:: Records provided

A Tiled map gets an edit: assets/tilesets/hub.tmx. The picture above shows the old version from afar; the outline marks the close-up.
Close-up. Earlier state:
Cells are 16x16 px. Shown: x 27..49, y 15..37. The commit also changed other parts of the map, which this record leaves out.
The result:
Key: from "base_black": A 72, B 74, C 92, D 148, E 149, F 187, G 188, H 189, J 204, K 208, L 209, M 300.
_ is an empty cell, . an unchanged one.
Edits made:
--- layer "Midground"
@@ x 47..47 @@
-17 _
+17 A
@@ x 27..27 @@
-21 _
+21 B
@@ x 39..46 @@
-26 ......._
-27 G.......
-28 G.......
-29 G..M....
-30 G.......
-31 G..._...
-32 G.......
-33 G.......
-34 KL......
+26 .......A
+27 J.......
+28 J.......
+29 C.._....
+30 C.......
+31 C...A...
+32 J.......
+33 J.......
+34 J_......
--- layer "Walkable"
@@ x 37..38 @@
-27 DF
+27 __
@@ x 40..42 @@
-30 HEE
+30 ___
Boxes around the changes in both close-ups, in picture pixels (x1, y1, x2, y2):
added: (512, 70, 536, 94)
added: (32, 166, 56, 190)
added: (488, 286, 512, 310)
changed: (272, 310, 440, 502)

::::
:: Records provided

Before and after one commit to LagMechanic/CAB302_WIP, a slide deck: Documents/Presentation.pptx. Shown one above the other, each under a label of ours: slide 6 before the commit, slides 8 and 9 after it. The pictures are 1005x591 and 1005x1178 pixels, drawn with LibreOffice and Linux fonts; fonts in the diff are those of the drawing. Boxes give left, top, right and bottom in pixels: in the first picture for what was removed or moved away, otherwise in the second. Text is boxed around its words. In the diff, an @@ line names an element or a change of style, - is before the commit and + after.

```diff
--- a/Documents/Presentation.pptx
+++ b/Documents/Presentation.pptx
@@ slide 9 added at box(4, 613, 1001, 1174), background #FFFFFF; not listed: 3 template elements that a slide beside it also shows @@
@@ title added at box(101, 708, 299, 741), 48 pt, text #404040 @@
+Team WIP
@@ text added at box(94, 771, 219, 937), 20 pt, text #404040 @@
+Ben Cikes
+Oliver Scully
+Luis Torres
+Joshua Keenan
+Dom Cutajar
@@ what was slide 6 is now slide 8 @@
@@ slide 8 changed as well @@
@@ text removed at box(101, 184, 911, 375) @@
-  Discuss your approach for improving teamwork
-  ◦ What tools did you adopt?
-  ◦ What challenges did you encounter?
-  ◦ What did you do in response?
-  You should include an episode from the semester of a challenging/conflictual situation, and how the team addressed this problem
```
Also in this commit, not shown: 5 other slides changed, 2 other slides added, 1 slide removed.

::::
:: Records provided

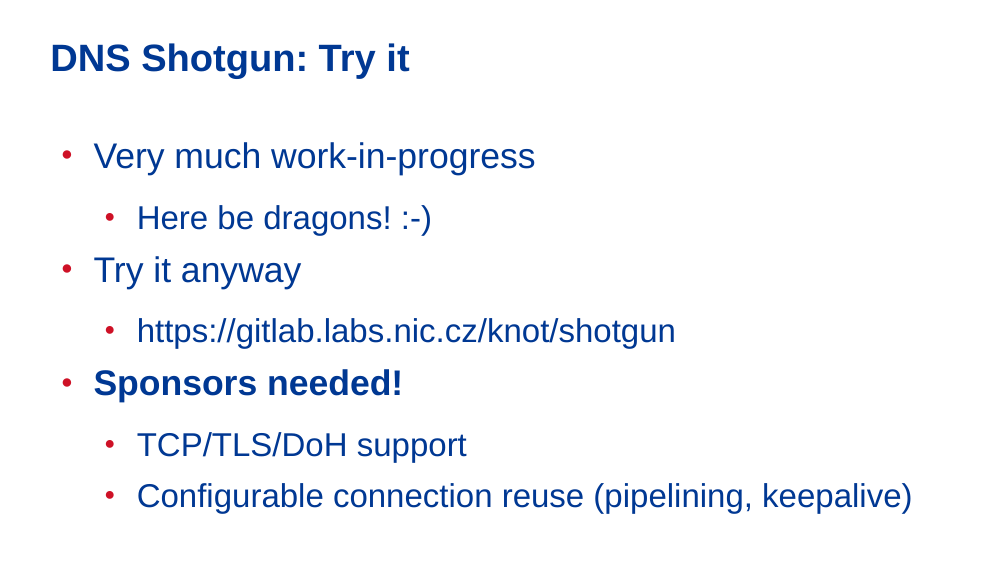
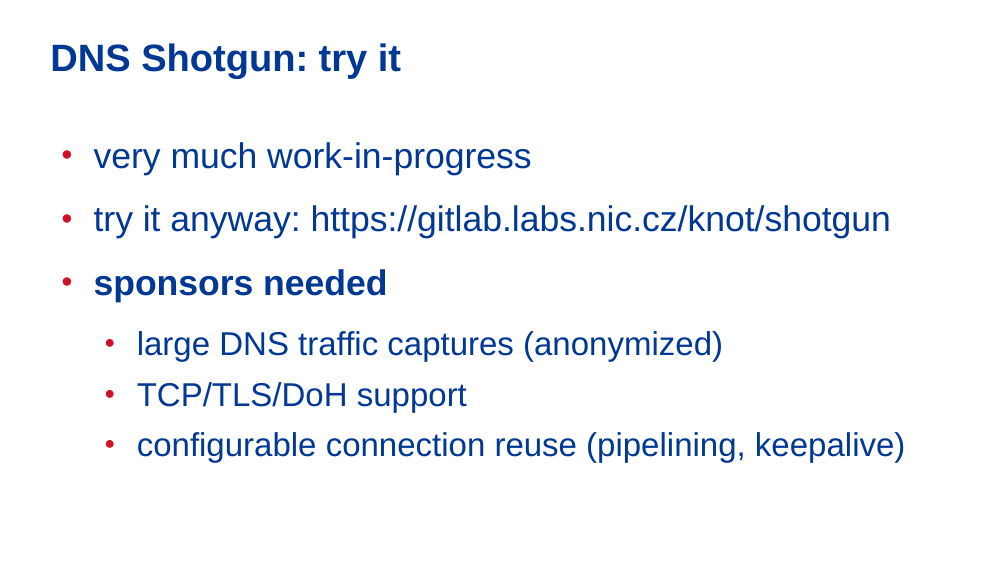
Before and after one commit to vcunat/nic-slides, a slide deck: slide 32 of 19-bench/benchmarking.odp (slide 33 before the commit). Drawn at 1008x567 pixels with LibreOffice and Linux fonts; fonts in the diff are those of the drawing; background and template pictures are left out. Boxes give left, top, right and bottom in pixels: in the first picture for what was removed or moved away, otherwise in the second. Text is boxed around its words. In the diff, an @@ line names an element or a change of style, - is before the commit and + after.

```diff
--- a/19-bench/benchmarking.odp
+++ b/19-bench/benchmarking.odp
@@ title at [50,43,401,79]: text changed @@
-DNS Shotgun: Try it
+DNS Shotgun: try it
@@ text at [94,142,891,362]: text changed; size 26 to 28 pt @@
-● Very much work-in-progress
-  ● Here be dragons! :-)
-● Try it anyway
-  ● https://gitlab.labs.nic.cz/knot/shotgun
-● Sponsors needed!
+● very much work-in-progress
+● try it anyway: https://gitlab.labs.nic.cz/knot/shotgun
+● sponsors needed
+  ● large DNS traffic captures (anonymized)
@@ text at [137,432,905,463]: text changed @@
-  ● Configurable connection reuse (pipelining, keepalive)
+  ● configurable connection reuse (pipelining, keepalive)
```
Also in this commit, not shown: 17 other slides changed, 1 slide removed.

::::

◆ What to work on: Starting with the line that holds "x 40..42 @@" and ending with the line that holds "changed: (272, 310, 440, 502)", retype every line in the data above exactly, and nothing else.

◆ Response to the task:
@@ x 40..42 @@
-30 HEE
+30 ___
Boxes around the changes in both close-ups, in picture pixels (x1, y1, x2, y2):
added: (512, 70, 536, 94)
added: (32, 166, 56, 190)
added: (488, 286, 512, 310)
changed: (272, 310, 440, 502)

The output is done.